ADF STAFF
An outbreak of COVID-19 among big cats at a South African zoo raises the prospect that the virus could remain active in animals even after being brought under control in humans, according to researchers at the University of Pretoria.
“The worry is really that, if it established there, that we may end up with new variants that we don’t know about. And it comes as a surprise,” Professor Marietjie Venter, an expert in animal respiratory viruses at the University of Pretoria, told National Public Radio.
In a paper published in January in the scientific journal MDPI, Venter and a team of researchers reported on the discovery of COVID-19 infections in three lions and a puma at a private zoo in Johannesburg.
Testing of the animals and their caretakers found that the cats and the chief keeper all shared the same strain of the delta variant of COVID-19. The researchers determined that the keeper had transmitted the virus to the cats while taking care of them.
Several other zoo staff members also had active or recent COVID-19 infections, but none showed symptoms, researchers said. Asymptomatic carriers have been a source for spreading the virus during the pandemic.
Since the beginning of the pandemic, the World Organisation for Animal Health has reported 645 cases of human-to-animal transmission of COVID-19 among 15 species of animals, a condition called reverse zoonosis. Zoonosis is the transmission of a disease from animals to humans.
Those cases have involved pets, such as dogs, cats and hamsters; farmed animals, such as minks; and captive animals, such as apes and the big cats in Johannesburg. In Europe, the virus turned up in two hippopotamuses in a Belgian zoo. In North America, COVID-19 has appeared in wild population of white-tailed deer.
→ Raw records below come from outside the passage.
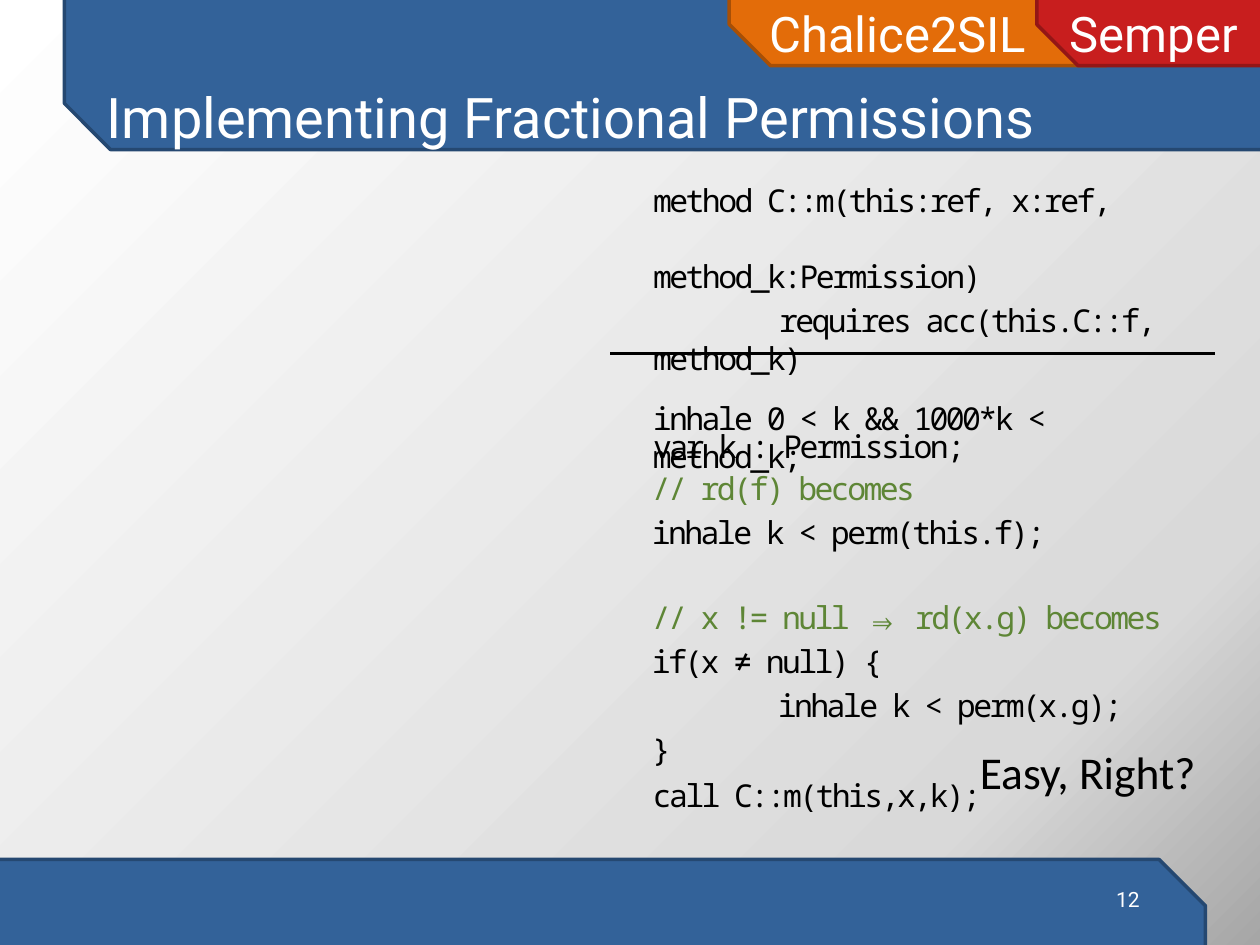
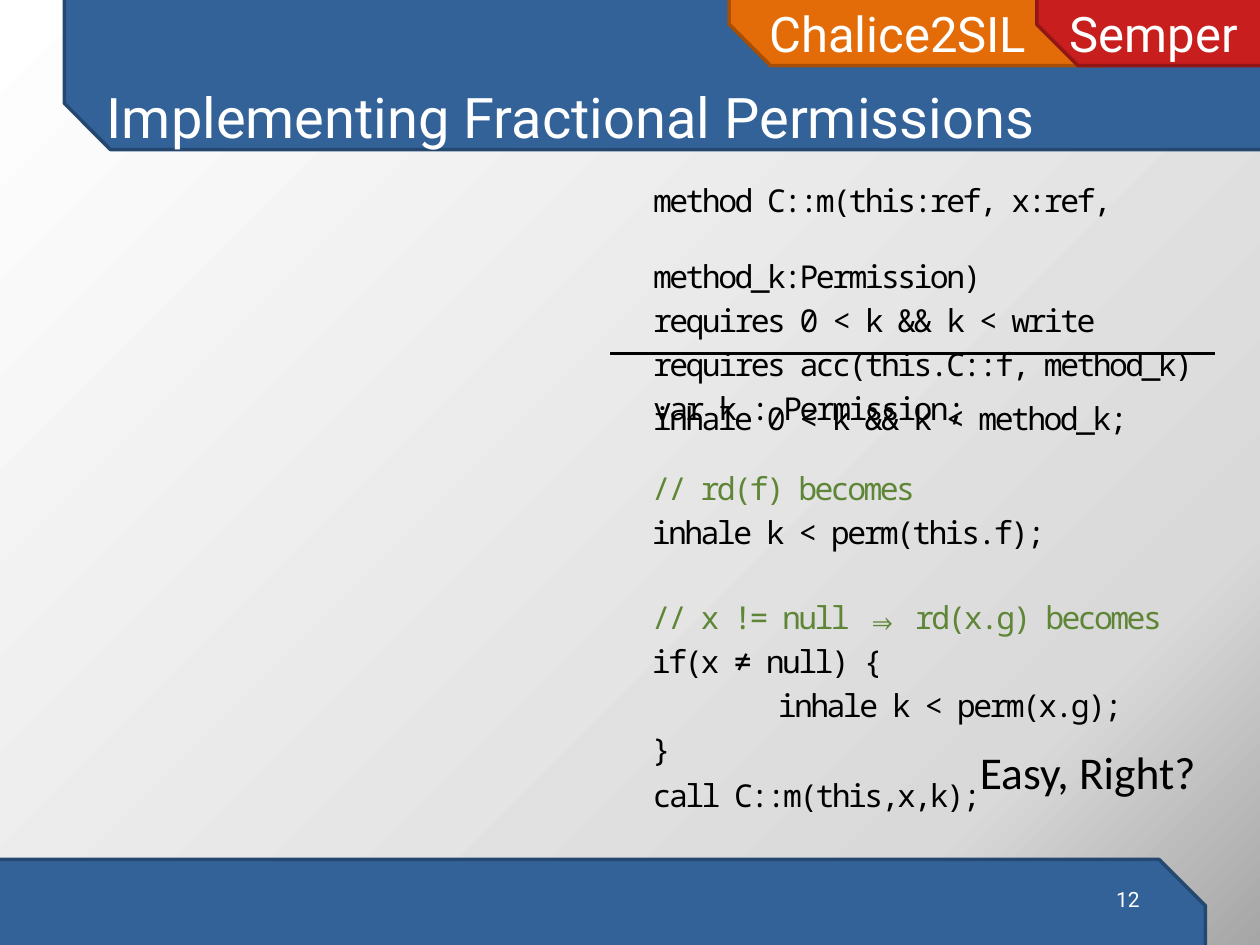
Before and after one commit to viperproject/chalice2silver, a slide deck: slide 12 of chalice2sil/doc/presentation/chalice2sil-presentation.pptx. Drawn at 1260x945 pixels with LibreOffice and Linux fonts; fonts in the diff are those of the drawing; grey boxes stand for pictures. Boxes give left, top, right and bottom in pixels: in the first picture for what was removed or moved away, otherwise in the second. Text is boxed around its words. In the diff, an @@ line names an element or a change of style, - is before the commit and + after.

Commit message:
Presentation

```diff
--- a/chalice2sil/doc/presentation/chalice2sil-presentation.pptx
+++ b/chalice2sil/doc/presentation/chalice2sil-presentation.pptx
@@ text at (653, 308, 1095, 340): paragraph added @@
+requires 0 < k && k < write
@@ text at (653, 401, 1127, 435): text changed @@
-inhale 0 < k && 1000*k < method_k;
+inhale 0 < k && k < method_k;
```
Also in this commit, not shown: 3 other slides changed, 1 other file.

“Reverse zoonosis is more of a risk to the animals at this stage, but infection in wild animals should be avoided since it is much harder to control,” Venter said in an email to ADF.
In laboratory experiments, a few animals, including pigs and birds, have proved to be immune to the virus.
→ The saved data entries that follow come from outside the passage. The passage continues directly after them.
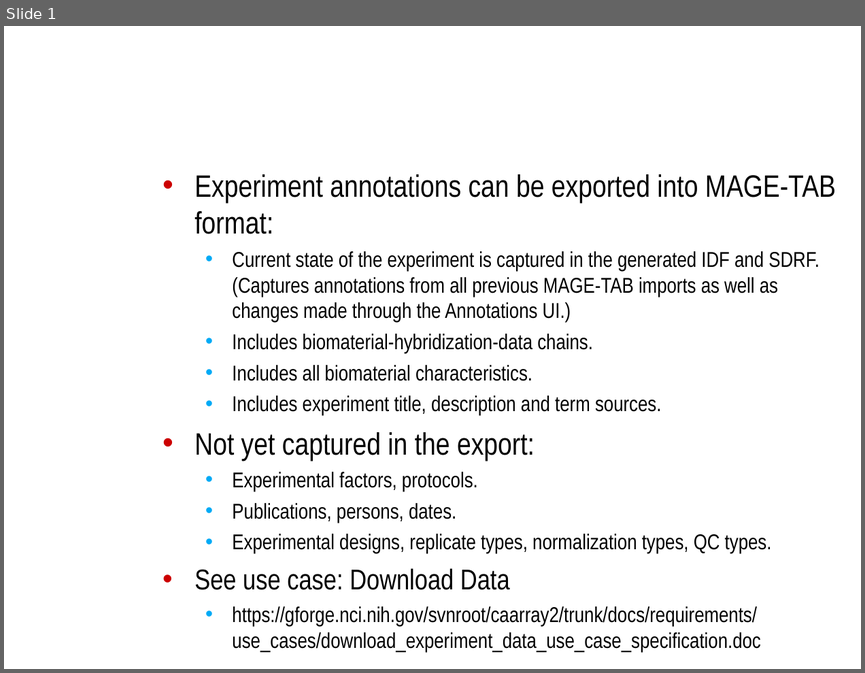
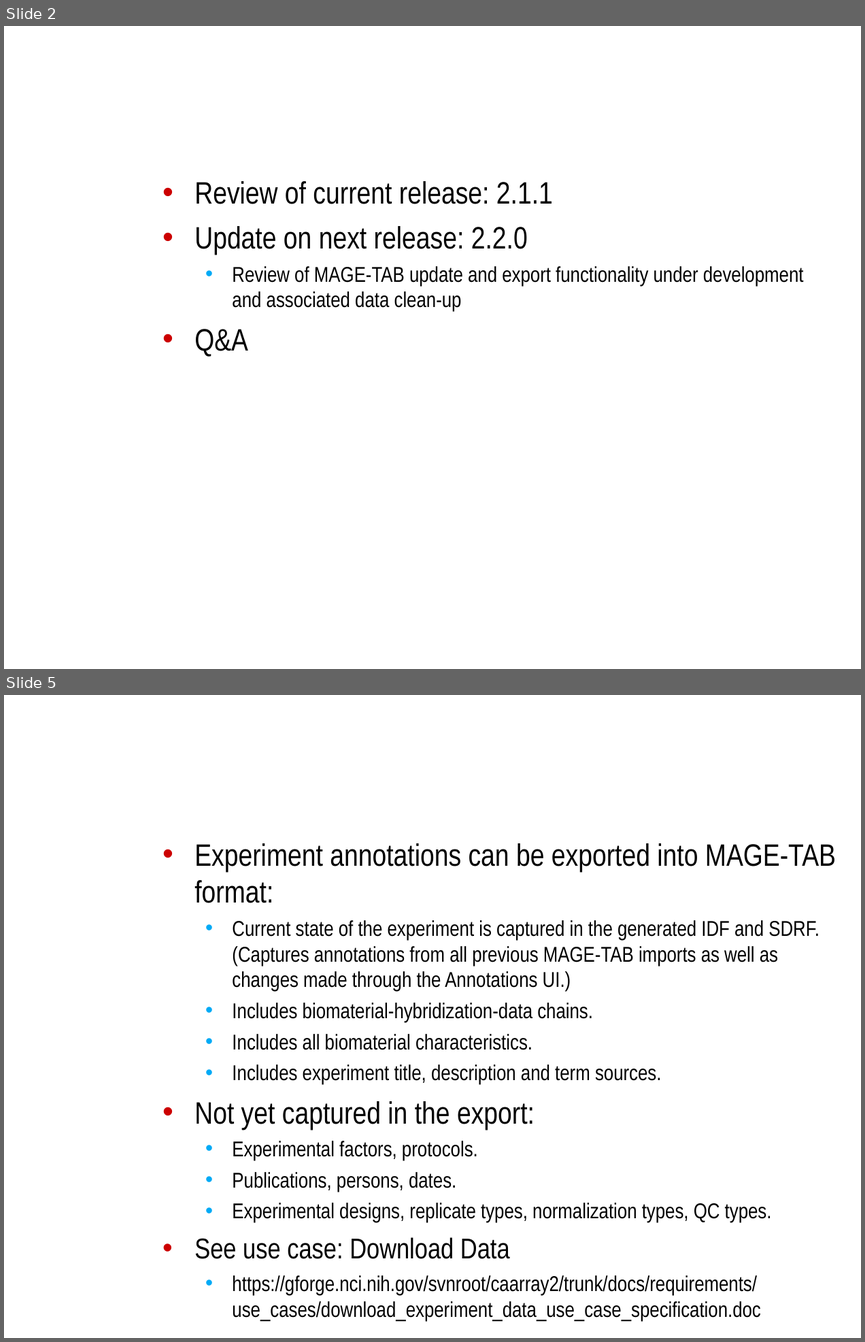
Before and after one commit to NCIP/caarray-docs, a slide deck: project_management/open_meetings/caArray User Community Meeting 2008.11.05.ppt. Shown one above the other, each under a label of ours: slide 1 before the commit, slides 2 and 5 after it; the slides between them are not shown. The pictures are 865x673 and 865x1342 pixels, drawn with LibreOffice and Linux fonts; fonts in the diff are those of the drawing; background and template pictures are left out. Boxes give left, top, right and bottom in pixels: in the first picture for what was removed or moved away, otherwise in the second. Text is boxed around its words. In the diff, an @@ line names an element or a change of style, - is before the commit and + after.

```diff
--- a/project_management/open_meetings/caArray User Community Meeting 2008.11.05.ppt
+++ b/project_management/open_meetings/caArray User Community Meeting 2008.11.05.ppt
@@ slide 2 added at [4,26,861,669], background picture (left out) @@
@@ title added at [154,26,847,155], 32 pt, text #FFFFFF, bold @@
+Agenda
@@ text added at [194,181,804,356], 18 pt, text #000000 @@
+• Review of current release: 2.1.1
+• Update on next release: 2.2.0
+  • Review of MAGE-TAB update and export functionality under development and associated data clean-up
+• Q&A
@@ what was slide 1 is now slide 5 @@
```
Also in this commit, not shown: 5 other slides added.

South Africa is the only country in Africa to report reverse zoonosis cases. Venter said it’s unclear if any other African countries are tracking such transmission. Zoos in Spain, India and the United States have also reported human-to-lion COVID-19 transmission.
At the Johannesburg zoo, the big cats took seven weeks to clear the virus from their bodies. One lion developed pneumonia and was treated with dexamethasone, the same steroid used to treat humans with severed infections that are not life threatening. The other cats had mild symptoms.
The lions had exactly the same strain of the delta variant as their infected keeper, showing that the virus did not mutate after infecting the cats, researchers found.
The risk remains, however, that as COVID-19 moves from people to animals, it could come back with new mutations that are more resistant to treatments, according to Venter.
“Circulation of COVID-19 in wildlife such as the white-tailed deer is concerning, since these species could select for different variants to which the human population eventually would not have immunity,” Venter told ADF.
Infected animals also pose a risk to other animals in the same setting, creating more opportunities for transmission and mutation, researchers said. They recommend that people take the same precautions around animals as they should with people: Wear masks, wash hands and avoid close contact in enclosed spaces.
Human-to-animal transmission of COVID-19 raises several important issues, Venter and her team say. One is the question of how severely the virus affects different species — lions get sick, but deer show no effects, for example.
Another question is the degree to which animals can become long-term hosts for the virus, providing a continual source of infection even after the pandemic ends.
The biggest question is how animal biology and environmental conditions might give rise to new variants of the virus that then cycle back through humans. In that case, evolution could produce viral strains immune to the current array of treatments, returning the world to the early days of the pandemic.
“As the pandemic winds down, continual surveillance of wild animal populations will be vital to ensure that the pandemic doesn’t switch to another sphere of life,” Venter and her team wrote in The Conversation.